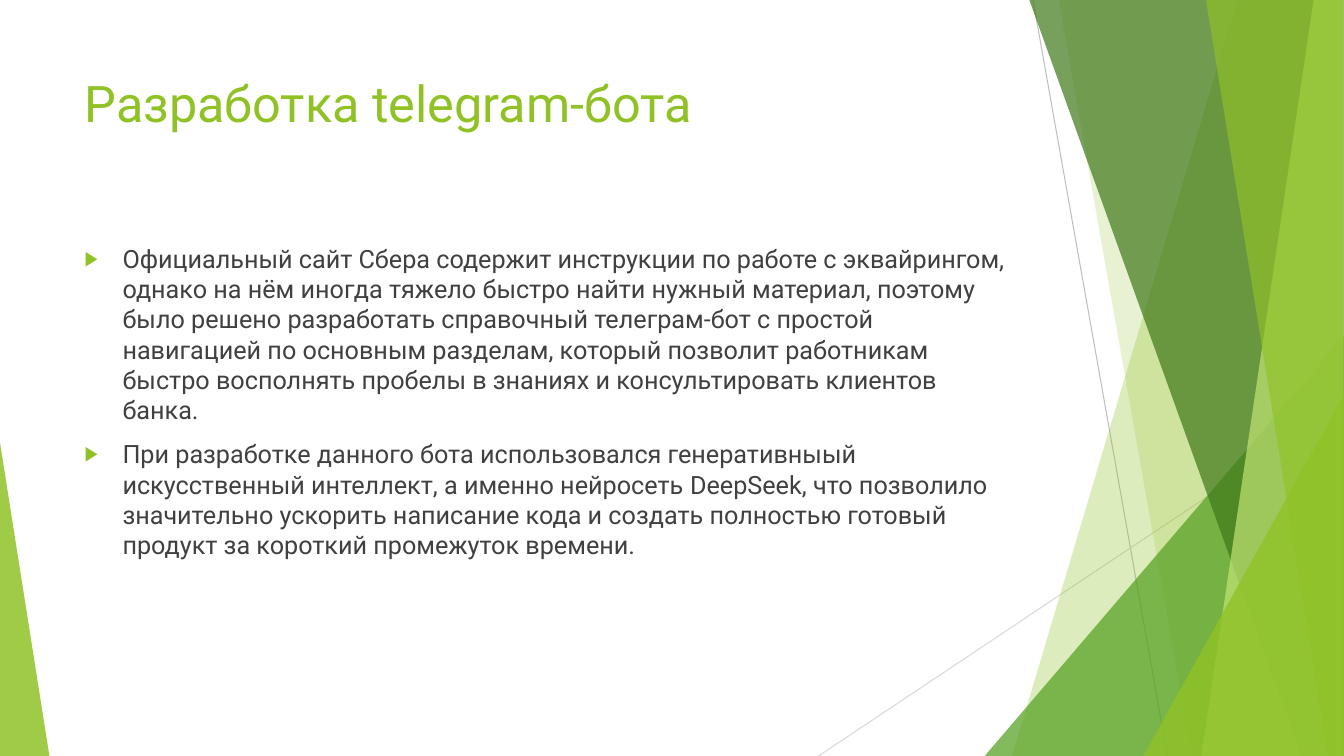
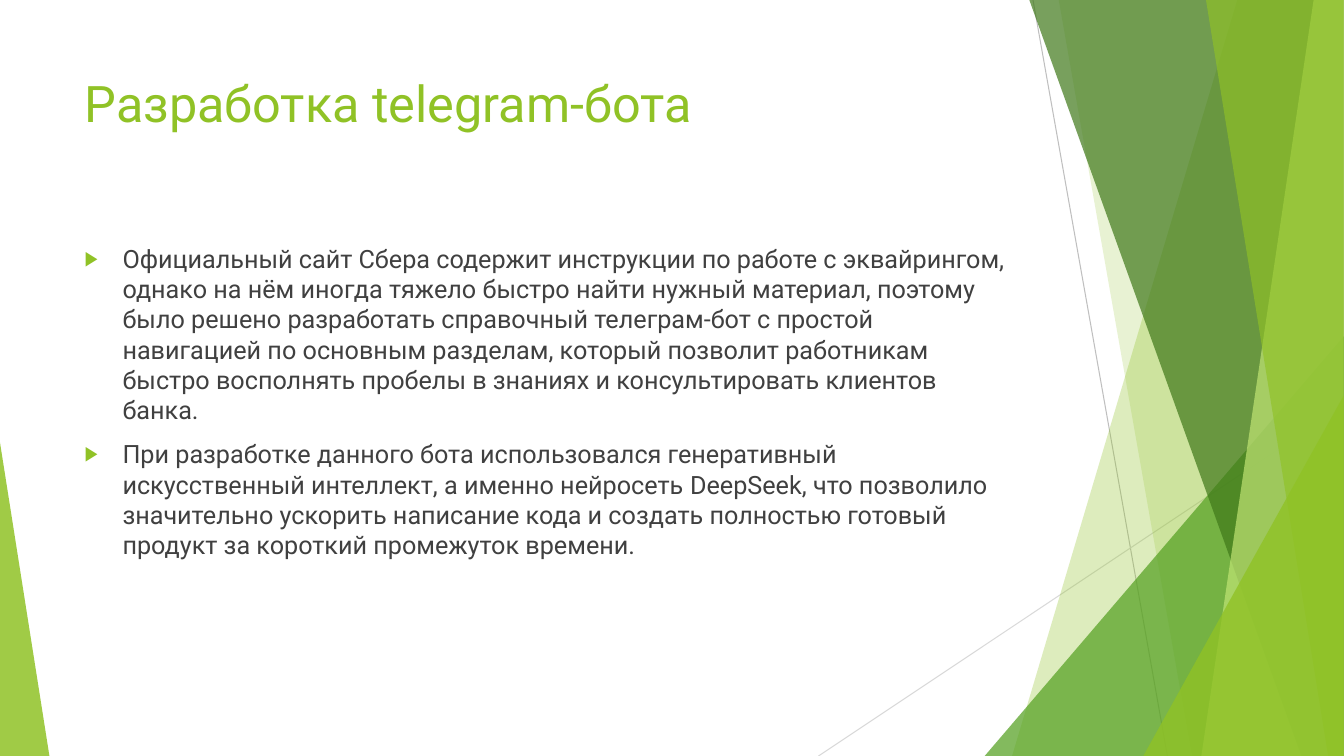
Before and after one commit to Qwerty000101/sber_acquiring_info_tg_bot, a slide deck: slide 3 of docs/Разработка справочного telegram-бота с информацией по эквайрингу.pptx. Drawn at 1344x756 pixels with LibreOffice and Linux fonts; fonts in the diff are those of the drawing. Boxes give left, top, right and bottom in pixels: in the first picture for what was removed or moved away, otherwise in the second. Text is boxed around its words. In the diff, an @@ line names an element or a change of style, - is before the commit and + after.

Commit message:
'Fix

```diff
--- a/docs/Разработка справочного telegram-бота с информацией по эквайрингу.pptx
+++ b/docs/Разработка справочного telegram-бота с информацией по эквайрингу.pptx
@@ text at (123,444,987,560): text changed @@
-▶ При разработке данного бота использовался генеративныый искусственный интеллект, а именно нейросеть DeepSeek, что позволило значительно ускорить написание кода и создать полностью готовый продукт за короткий промежуток времени.
+▶ При разработке данного бота использовался генеративный искусственный интеллект, а именно нейросеть DeepSeek, что позволило значительно ускорить написание кода и создать полностью готовый продукт за короткий промежуток времени.
```
Also in this commit, not shown: 1 other slide changed.

--------------------

**WORK REQUEST:** Copy out each line of the listing that holds "использовался".

**WORKED SOLUTION:**
-▶ При разработке данного бота использовался генеративныый искусственный интеллект, а именно нейросеть DeepSeek, что позволило значительно ускорить написание кода и создать полностью готовый продукт за короткий промежуток времени.
+▶ При разработке данного бота использовался генеративный искусственный интеллект, а именно нейросеть DeepSeek, что позволило значительно ускорить написание кода и создать полностью готовый продукт за короткий промежуток времени.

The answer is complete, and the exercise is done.